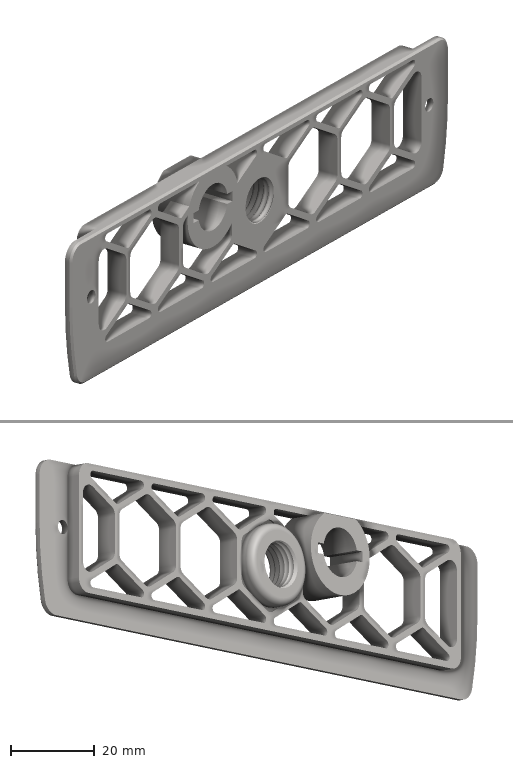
import cadquery as cq
import math

PLATE_THICKNESS = 1.8
FRAME_HEIGHT = 3.7
RING_HEIGHT = 5.1
DOME_HEIGHT = 3.3
PLUG_RECESS = 0.5
RING_FRONT_X = -FRAME_HEIGHT - RING_HEIGHT
DOME_FRONT_X = -FRAME_HEIGHT - DOME_HEIGHT
TOTAL_DEPTH = PLATE_THICKNESS - RING_FRONT_X

PLATE_LENGTH = 154.8
PLATE_HEIGHT = 37.6
PLATE_CORNER_RADIUS = 4.0
SIDE_ARC_RADIUS = 92.0
BACK_EDGE_CHAMFER = 0.5

FRAME_LENGTH = 135.0
FRAME_WIDTH = 31.6
FRAME_CORNER_RADIUS = 3.3
FRAME_SIDE_WALL = 1.4
FRAME_RAIL = 1.6
FRAME_TOP = FRAME_WIDTH / 2
WINDOW_LENGTH = FRAME_LENGTH - 2 * FRAME_SIDE_WALL
WINDOW_WIDTH = FRAME_WIDTH - 2 * FRAME_RAIL

HEX_FLATS = 20.0
WEB = 1.6
HEX_PITCH = HEX_FLATS + WEB
ROW_PITCH = HEX_PITCH * math.sqrt(3) / 2
HEX_CORNER_RADIUS = 2.0
END_CELL_CORNER_RADIUS = 2.3
SLIVER_CORNER_RADIUS = 1.0
CELLS_PER_SIDE = 3

SCREW_HOLE_DIAMETER = 3.4
SCREW_HOLE_Y = (FRAME_LENGTH + SCREW_HOLE_DIAMETER) / 2

DOME_DIAMETER = 20.1
DOME_FILLET = 1.8
THREAD_BORE_DIAMETER = 11.0
THREAD_DEPTH = 0.7
THREAD_PITCH = 1.5
THREAD_GROOVE_WIDTH = 1.2
THREAD_OVERLAP = 0.2

RING_Y = -19.3
RING_Z = 5.4
RING_DIAMETER = 20.8
RING_BORE_DIAMETER = 12.0
RING_SLOT_LENGTH = 15.8
RING_SLOT_WIDTH = 2.6


def yz_plane(x):
    """Sketch plane at a given X: local x is Y, local y is Z, extrusion is +X."""
    return cq.Workplane("YZ", origin=(x, 0, 0))


def make_plate():
    half_length = PLATE_LENGTH / 2
    bottom = FRAME_TOP - PLATE_HEIGHT

    def side_inset(z):
        return SIDE_ARC_RADIUS - math.sqrt(SIDE_ARC_RADIUS**2 - z**2)

    bottom_y = half_length - side_inset(bottom)
    middle_z = bottom / 2
    middle_y = half_length - side_inset(middle_z)
    plate = (
        yz_plane(0)
        .moveTo(-half_length, FRAME_TOP)
        .lineTo(half_length, FRAME_TOP)
        .lineTo(half_length, 0)
        .threePointArc((middle_y, middle_z), (bottom_y, bottom))
        .lineTo(-bottom_y, bottom)
        .threePointArc((-middle_y, middle_z), (-half_length, 0))
        .close()
        .extrude(PLATE_THICKNESS)
    )
    plate = plate.edges("|X and (<Z or >Z)").fillet(PLATE_CORNER_RADIUS)
    return plate.faces(">X").chamfer(BACK_EDGE_CHAMFER)


def make_frame():
    return (
        yz_plane(-FRAME_HEIGHT)
        .rect(FRAME_LENGTH, FRAME_WIDTH)
        .extrude(FRAME_HEIGHT)
        .edges("|X")
        .fillet(FRAME_CORNER_RADIUS)
    )


def honeycomb_opening(y, z, corner_radius):
    """Cutter for one hexagonal cell, trimmed to the frame window, with rounded corners."""
    corner_distance = HEX_FLATS / math.sqrt(3)
    depth = FRAME_HEIGHT + PLATE_THICKNESS
    corners = []
    for i in range(6):
        angle = math.radians(30 + 60 * i)
        corners.append((y + corner_distance * math.cos(angle), z + corner_distance * math.sin(angle)))
    hexagon = yz_plane(-FRAME_HEIGHT).polyline(corners).close().extrude(depth)
    window = yz_plane(-FRAME_HEIGHT).rect(WINDOW_LENGTH, WINDOW_WIDTH).extrude(depth)
    outline = hexagon.intersect(window).faces("<X").wires().val()
    shrunk = outline.offset2D(-corner_radius)[0]
    rounded = shrunk.offset2D(corner_radius, "arc")[0]
    return cq.Workplane(cq.Solid.extrudeLinear(rounded, [], cq.Vector(depth, 0, 0)))


def cut_honeycomb(body):
    for i in range(-CELLS_PER_SIDE, CELLS_PER_SIDE + 1):
        at_end = abs(i) == CELLS_PER_SIDE
        corner_radius = END_CELL_CORNER_RADIUS if at_end else HEX_CORNER_RADIUS
        body = body.cut(honeycomb_opening(i * HEX_PITCH, 0, corner_radius))
    for i in range(-CELLS_PER_SIDE, CELLS_PER_SIDE):
        for z in (-ROW_PITCH, ROW_PITCH):
            body = body.cut(honeycomb_opening((i + 0.5) * HEX_PITCH, z, SLIVER_CORNER_RADIUS))
    return body


def cut_screw_holes(body):
    holes = (
        yz_plane(0)
        .pushPoints([(-SCREW_HOLE_Y, 0), (SCREW_HOLE_Y, 0)])
        .circle(SCREW_HOLE_DIAMETER / 2)
        .extrude(PLATE_THICKNESS)
    )
    return body.cut(holes)


def make_dome():
    """Rounded cylinder standing on a plug that fills the middle cell."""
    plug = honeycomb_opening(0, 0, HEX_CORNER_RADIUS).intersect(
        yz_plane(PLUG_RECESS - FRAME_HEIGHT)
        .rect(WINDOW_LENGTH, WINDOW_WIDTH)
        .extrude(FRAME_HEIGHT + PLATE_THICKNESS - PLUG_RECESS)
    )
    dome = (
        yz_plane(DOME_FRONT_X)
        .circle(DOME_DIAMETER / 2)
        .extrude(PLATE_THICKNESS - DOME_FRONT_X)
        .faces("<X")
        .edges()
        .fillet(DOME_FILLET)
    )
    return plug.union(dome)


def cut_threaded_bore(body):
    """Through bore with a V-shaped helical groove that runs out through both faces."""
    length = PLATE_THICKNESS - DOME_FRONT_X
    bore_radius = THREAD_BORE_DIAMETER / 2
    root_radius = bore_radius + THREAD_DEPTH
    inner_radius = bore_radius - THREAD_OVERLAP
    half_width = THREAD_GROOVE_WIDTH / 2 * (1 + THREAD_OVERLAP / THREAD_DEPTH)
    helix = cq.Wire.makeHelix(THREAD_PITCH, length + 2 * THREAD_PITCH, bore_radius)
    groove = (
        cq.Workplane("XZ")
        .polyline([(inner_radius, -half_width), (root_radius, 0), (inner_radius, half_width)])
        .close()
        .sweep(cq.Workplane(helix), isFrenet=True)
        .rotate((0, 0, 0), (0, 0, 1), -90)
        .rotate((0, 0, 0), (0, 1, 0), 90)
        .translate((DOME_FRONT_X - THREAD_PITCH, 0, 0))
    )
    bore = yz_plane(DOME_FRONT_X).circle(bore_radius).extrude(length)
    return body.cut(bore).cut(groove)


def make_ring():
    """Cylinder through the whole depth, flattened where it meets the top rail."""
    window = yz_plane(RING_FRONT_X).rect(WINDOW_LENGTH, WINDOW_WIDTH).extrude(TOTAL_DEPTH)
    cylinder = yz_plane(RING_FRONT_X).center(RING_Y, RING_Z).circle(RING_DIAMETER / 2).extrude(TOTAL_DEPTH)
    return cylinder.intersect(window)


def make_ring_opening():
    base = yz_plane(RING_FRONT_X).center(RING_Y, RING_Z)
    bore = base.circle(RING_BORE_DIAMETER / 2).extrude(TOTAL_DEPTH)
    slot = base.rect(RING_SLOT_LENGTH, RING_SLOT_WIDTH).extrude(TOTAL_DEPTH)
    return bore.union(slot)


body = make_plate().union(make_frame())
body = cut_honeycomb(body)
body = cut_screw_holes(body)
body = body.union(make_dome()).union(make_ring())
body = body.cut(make_ring_opening())
result = cut_threaded_bore(body)

--

Reproduce, word for word, every line from the start of the records down to and including the line with "PLATE_CORNER_RADIUS = 4.0"; skip the pictures.

import cadquery as cq
import math

PLATE_THICKNESS = 1.8
FRAME_HEIGHT = 3.7
RING_HEIGHT = 5.1
DOME_HEIGHT = 3.3
PLUG_RECESS = 0.5
RING_FRONT_X = -FRAME_HEIGHT - RING_HEIGHT
DOME_FRONT_X = -FRAME_HEIGHT - DOME_HEIGHT
TOTAL_DEPTH = PLATE_THICKNESS - RING_FRONT_X

PLATE_LENGTH = 154.8
PLATE_HEIGHT = 37.6
PLATE_CORNER_RADIUS = 4.0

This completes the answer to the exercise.